Dr. Ellis described how these studies would look, based on his own evaluation of neoadjuvant endocrine therapy for ER+ cancer. “We start the endocrine drug, then rebiopsy the patient within a month, and if the tumor is still growing (Ki67 >10%), we triage to a different approach, perhaps chemotherapy. If the tumor is responding with a fall in the Ki67, we keep the patient on neoadjuvant endocrine therapy.”
“During neoadjuvant treatment, we also sequence the tumor, and if a mutation is present, we add a pathway inhibitor. In one trial, for example, we added an AKT inhibitor for patients who had a PIK3CA mutation and a CDK4/6 inhibitor for patients without this mutation,” he said. “Ideally, we would also screen tumors for markers for sensitivity to CDK4/6 inhibitors, like cyclin-D1 amplification. We are trying to learn, on a patient-by-patient basis, what the best recipe should be.”
“This is how breast cancer is going to look: smaller molecularly defined subsets,” he indicated. But since breast cancer is so common, these smaller subsets represent thousands of patients—3% to 4% of breast cancer produces as big a population as chronic myeloid leukemia, a disease in which there have been huge improvements in outcome.
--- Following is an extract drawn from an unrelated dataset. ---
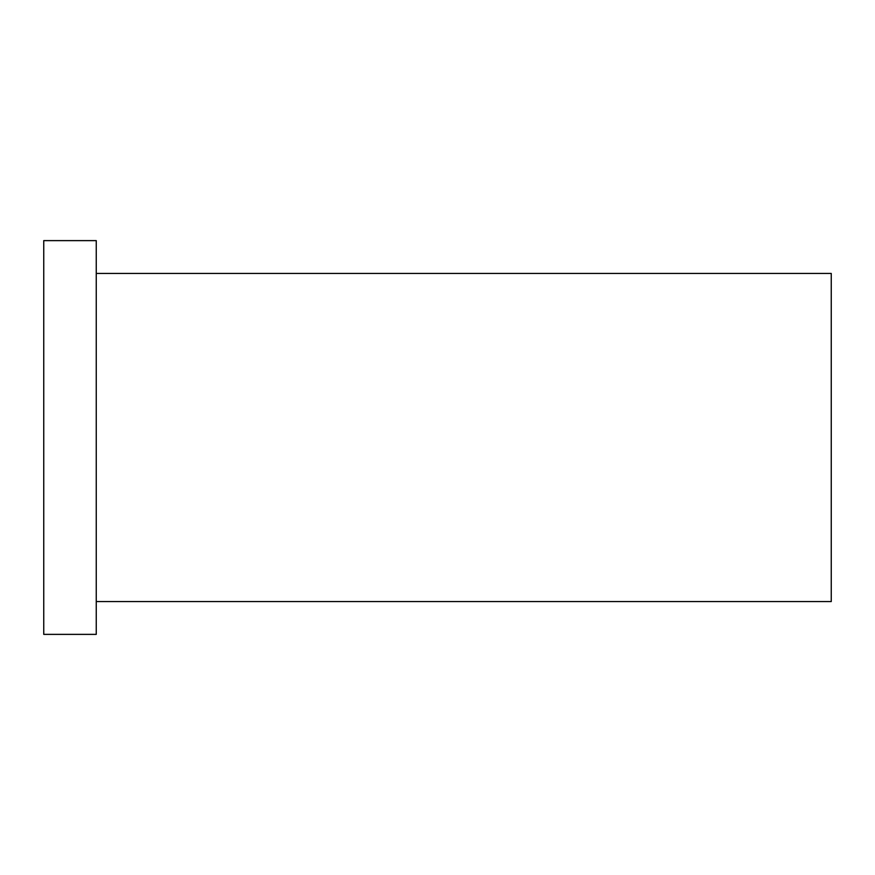 <?xml version="1.0" encoding="UTF-8"?>
<svg xmlns="http://www.w3.org/2000/svg" width="875" height="875" viewBox="0 0 875 875"><rect width="100%" height="100%" fill="white"/><g stroke="black" fill="none" stroke-linecap="round" stroke-linejoin="round"><path stroke-width="1.31" d="M96.25 273.438L831.25 273.438L831.25 601.562L96.25 601.562M43.75 437.5L43.75 634.375L96.25 634.375L96.25 240.625L43.75 240.625L43.75 437.5"/></g></svg>

Dr. Ellis acknowledged that many recurrent mutations are not yet actionable in the clinic, but their identification portends well for future treatment. “We are investigating what these abnormalities mean,” he said. “We don’t yet have evidence that you should look for these in practice. We are currently generating a picture of how deep molecular analysis in cancer can promote new therapeutic hypotheses and point to new explanations for why bad things happen.”
“The inescapable conclusion is there is much work to do,” he reiterated, “and my plea is that we need good science. We should not just order expensive panels and then wonder what to do with the results.”
“We are arguing for a systemic approach, and following leads with clinical trials when we understand the biology, we have developed an actionable test where we have done careful experiments to demonstrate how to treat each aberration effectively. By doing this, I believe we definitely will see improvements in patient outcomes in the near future.”